Marlowe's Hero and Leander

 

Marlowe's main inspiration was probably Ovid's Heroides, where in 2 epistles he offers a version of the story of Hero and Leander, originally told in Greek by Musaeus of Alexandria. It is a story of doomed love, Leander drowning as he is swimming across the Hellesíępont when a storm blows out the guiding light in Hero's window; Hero in turn kills herself on finding his body. But Marlowe's poem tells only the story of their initial passionate love, with no tragic undertones. It seems to be incomplete, and George Chapman added the tragic ending as well as revising what Marlowe had written, in his version published in 1598. Today, critics prefer Marlowe's unfinished fragment, with its curiously untragic tone and its celebration of a passion that knows no morality and no guilt. It may be thought that Shakespeare was in some sense responding to Marlowe's poem in composing Romeo and Juliet. In both works, young love is raised to the highest level of human emotion.

 

On Hellespont, guilty of true-loves' blood,

In view and opposite, two cities stood,

Sea-borderers, disjoined by Neptune's might;

The one Abydos, the other Sestos hight.                                                           (named)

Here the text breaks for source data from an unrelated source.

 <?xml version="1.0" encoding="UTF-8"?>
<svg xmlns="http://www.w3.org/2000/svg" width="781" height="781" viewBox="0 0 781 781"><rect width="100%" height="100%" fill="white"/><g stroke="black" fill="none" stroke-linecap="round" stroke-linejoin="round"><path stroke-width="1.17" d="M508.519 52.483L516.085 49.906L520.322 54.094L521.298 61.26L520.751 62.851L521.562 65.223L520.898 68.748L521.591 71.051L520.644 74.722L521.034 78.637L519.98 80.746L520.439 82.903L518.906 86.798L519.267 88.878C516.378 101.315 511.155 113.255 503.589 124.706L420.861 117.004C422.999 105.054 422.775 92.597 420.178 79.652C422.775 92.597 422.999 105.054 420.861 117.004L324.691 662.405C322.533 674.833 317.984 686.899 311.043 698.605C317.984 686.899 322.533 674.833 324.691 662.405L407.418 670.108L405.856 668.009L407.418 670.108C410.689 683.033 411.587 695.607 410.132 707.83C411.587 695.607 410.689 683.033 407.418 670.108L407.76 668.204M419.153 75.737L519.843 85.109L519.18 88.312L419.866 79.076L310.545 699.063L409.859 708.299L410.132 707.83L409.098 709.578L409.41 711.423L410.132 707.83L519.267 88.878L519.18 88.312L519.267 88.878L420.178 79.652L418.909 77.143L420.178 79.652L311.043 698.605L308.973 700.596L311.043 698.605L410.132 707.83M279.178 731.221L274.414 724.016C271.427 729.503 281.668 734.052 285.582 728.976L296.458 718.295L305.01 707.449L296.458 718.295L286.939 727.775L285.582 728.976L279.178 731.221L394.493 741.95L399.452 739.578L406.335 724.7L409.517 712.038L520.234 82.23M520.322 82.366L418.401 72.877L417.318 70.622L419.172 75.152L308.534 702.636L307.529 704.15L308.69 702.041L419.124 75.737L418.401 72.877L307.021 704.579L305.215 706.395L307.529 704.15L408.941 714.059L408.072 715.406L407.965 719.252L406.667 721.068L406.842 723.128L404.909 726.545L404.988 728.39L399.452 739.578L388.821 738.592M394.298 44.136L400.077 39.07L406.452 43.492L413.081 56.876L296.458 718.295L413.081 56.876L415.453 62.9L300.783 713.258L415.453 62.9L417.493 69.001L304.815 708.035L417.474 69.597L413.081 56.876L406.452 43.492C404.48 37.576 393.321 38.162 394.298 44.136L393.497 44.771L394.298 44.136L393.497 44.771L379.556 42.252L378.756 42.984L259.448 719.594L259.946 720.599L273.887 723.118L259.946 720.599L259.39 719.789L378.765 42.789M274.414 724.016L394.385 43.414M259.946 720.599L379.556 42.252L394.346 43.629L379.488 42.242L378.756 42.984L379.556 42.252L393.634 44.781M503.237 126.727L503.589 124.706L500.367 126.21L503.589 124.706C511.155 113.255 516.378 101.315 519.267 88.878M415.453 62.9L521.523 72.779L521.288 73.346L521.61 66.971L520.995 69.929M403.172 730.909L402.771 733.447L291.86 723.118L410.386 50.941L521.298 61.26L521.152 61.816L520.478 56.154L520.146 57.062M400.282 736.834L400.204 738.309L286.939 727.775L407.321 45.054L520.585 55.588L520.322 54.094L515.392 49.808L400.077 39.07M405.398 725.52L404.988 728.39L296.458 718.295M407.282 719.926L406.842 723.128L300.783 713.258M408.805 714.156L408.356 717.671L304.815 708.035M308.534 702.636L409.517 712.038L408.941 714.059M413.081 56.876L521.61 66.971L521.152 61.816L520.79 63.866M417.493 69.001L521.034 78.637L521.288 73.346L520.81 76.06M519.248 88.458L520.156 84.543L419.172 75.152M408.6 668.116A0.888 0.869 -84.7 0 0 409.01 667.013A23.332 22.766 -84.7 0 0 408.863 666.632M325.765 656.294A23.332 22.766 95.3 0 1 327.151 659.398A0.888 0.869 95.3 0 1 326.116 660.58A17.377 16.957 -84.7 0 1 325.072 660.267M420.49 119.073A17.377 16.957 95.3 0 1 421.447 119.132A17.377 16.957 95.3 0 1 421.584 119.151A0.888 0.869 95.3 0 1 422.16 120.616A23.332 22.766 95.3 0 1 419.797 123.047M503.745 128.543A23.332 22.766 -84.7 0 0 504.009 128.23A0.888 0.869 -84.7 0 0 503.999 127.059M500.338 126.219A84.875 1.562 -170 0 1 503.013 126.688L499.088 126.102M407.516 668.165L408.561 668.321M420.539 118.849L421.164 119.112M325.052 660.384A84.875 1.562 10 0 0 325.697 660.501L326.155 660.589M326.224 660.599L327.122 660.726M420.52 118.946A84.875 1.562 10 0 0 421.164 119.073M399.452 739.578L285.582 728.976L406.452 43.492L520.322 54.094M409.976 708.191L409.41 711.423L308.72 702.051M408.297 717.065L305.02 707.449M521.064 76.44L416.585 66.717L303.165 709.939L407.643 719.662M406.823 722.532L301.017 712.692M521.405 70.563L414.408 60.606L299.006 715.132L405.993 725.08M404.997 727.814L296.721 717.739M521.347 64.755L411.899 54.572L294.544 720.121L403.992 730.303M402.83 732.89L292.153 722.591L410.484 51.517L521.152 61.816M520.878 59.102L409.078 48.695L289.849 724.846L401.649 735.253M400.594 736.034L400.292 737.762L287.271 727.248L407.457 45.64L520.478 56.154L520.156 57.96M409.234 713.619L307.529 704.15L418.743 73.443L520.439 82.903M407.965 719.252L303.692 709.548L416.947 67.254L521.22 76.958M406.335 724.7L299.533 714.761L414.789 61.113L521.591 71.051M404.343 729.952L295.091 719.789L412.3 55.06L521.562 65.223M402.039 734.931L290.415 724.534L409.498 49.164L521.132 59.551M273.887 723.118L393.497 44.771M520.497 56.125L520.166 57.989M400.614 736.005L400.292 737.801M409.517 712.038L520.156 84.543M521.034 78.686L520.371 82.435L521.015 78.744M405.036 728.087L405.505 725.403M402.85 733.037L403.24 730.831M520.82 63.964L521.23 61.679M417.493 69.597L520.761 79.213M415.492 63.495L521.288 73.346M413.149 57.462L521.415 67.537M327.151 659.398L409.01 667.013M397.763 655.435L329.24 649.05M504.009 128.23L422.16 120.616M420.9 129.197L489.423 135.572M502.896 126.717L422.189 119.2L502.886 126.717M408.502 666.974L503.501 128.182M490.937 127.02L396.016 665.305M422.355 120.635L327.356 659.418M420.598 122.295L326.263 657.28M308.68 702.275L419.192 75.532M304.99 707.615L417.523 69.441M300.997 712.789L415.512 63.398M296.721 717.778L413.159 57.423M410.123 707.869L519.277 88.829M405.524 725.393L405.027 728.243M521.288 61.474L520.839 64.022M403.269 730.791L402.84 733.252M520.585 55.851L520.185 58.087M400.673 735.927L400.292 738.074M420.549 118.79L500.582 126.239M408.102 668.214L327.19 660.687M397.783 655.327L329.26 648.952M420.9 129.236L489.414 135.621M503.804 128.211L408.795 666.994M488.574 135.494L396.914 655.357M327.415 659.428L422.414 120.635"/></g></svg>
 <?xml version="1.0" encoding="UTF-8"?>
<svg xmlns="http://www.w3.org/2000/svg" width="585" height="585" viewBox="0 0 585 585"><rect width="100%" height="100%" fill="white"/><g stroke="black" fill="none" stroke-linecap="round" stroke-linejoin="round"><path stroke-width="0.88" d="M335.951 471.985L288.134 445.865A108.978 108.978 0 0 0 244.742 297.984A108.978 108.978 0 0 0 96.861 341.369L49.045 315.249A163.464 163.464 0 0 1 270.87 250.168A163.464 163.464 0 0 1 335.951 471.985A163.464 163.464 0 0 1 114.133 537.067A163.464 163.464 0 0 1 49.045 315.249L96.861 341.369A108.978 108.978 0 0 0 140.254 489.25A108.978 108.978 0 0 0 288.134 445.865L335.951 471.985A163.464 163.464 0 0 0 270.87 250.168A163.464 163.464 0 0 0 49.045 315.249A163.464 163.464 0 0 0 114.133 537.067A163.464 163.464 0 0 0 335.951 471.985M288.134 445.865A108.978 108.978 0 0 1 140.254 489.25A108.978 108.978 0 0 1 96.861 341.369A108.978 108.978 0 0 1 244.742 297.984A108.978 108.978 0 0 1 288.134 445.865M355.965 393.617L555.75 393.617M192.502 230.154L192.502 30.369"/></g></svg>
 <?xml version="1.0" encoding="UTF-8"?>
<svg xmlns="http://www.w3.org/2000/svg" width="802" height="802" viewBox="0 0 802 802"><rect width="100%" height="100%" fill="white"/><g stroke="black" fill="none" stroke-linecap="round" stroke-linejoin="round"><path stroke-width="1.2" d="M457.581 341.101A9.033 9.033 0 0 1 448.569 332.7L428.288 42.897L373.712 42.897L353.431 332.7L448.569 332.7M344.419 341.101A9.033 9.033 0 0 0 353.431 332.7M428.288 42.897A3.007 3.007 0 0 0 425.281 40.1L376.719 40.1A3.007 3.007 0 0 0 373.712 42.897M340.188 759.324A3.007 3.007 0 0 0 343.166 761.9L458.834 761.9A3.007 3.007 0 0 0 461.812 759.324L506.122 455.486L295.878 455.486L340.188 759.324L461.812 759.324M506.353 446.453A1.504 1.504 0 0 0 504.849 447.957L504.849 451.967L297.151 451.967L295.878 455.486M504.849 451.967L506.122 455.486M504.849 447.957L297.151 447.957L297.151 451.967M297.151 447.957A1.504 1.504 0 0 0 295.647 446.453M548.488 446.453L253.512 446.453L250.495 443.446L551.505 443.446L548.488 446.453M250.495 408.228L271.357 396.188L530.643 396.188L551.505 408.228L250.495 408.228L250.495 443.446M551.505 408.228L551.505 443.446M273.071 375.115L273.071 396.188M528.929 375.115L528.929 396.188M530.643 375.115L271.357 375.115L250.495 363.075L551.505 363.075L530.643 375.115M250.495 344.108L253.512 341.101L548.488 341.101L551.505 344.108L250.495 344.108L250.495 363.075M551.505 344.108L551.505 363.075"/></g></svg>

At Sestos Hero dwelt, Hero the fair,


Whom young Apollo courted for her hair,

And offered as a dower his burning throne,

Where she should sit for men to gaze upon.

 

Hero is a "nun" in the service of Venus. In line 160, standing in the temple Leander is struck by love's arrow shot from Hero's eyes, rather like Troilus in Chaucer's story. Hero feels the force of his loving gaze, the poet gives the poem's vision of love, and the scene that follows seems to be echoed in the first meeting of Romeo  and Juliet:

 

It lies not in our power to love or hate,

For will in us is overruled by fate.

When two are stripped, long ere the course begin

We wish that one should lose, the other win;                                                            170

And one especially do we affect                                                                        (favour)

Of two gold ingots, like in each respect.

The reason no man knows, let it suffice,

What we behold is censured by our eyes.

Where bother deliberate, the love is slight;

Who ever loved, that loved not at first sight?

 

Leander begins a long speech that, strangely, turns into a violent, traditional attack on virginity, using popular sayings:

 

Virginity, albeit some highly prize it,

Compared with marriage, had you tried them both,

Differs as much as wine and water doth.

 

Finally, Hero accepts his love, which is a comic touch, since she had never refused it! She refuses his embrace, though, but tells him where she lives, adding "Come thither!" She tries to control her feelings; Cupid mounts to ask the Fates to bless their union, but they are hostile to love and the poet launches into a long myth of his own making (lines 386-482) to explain why, although his story at the same time explains why scholars are always poor.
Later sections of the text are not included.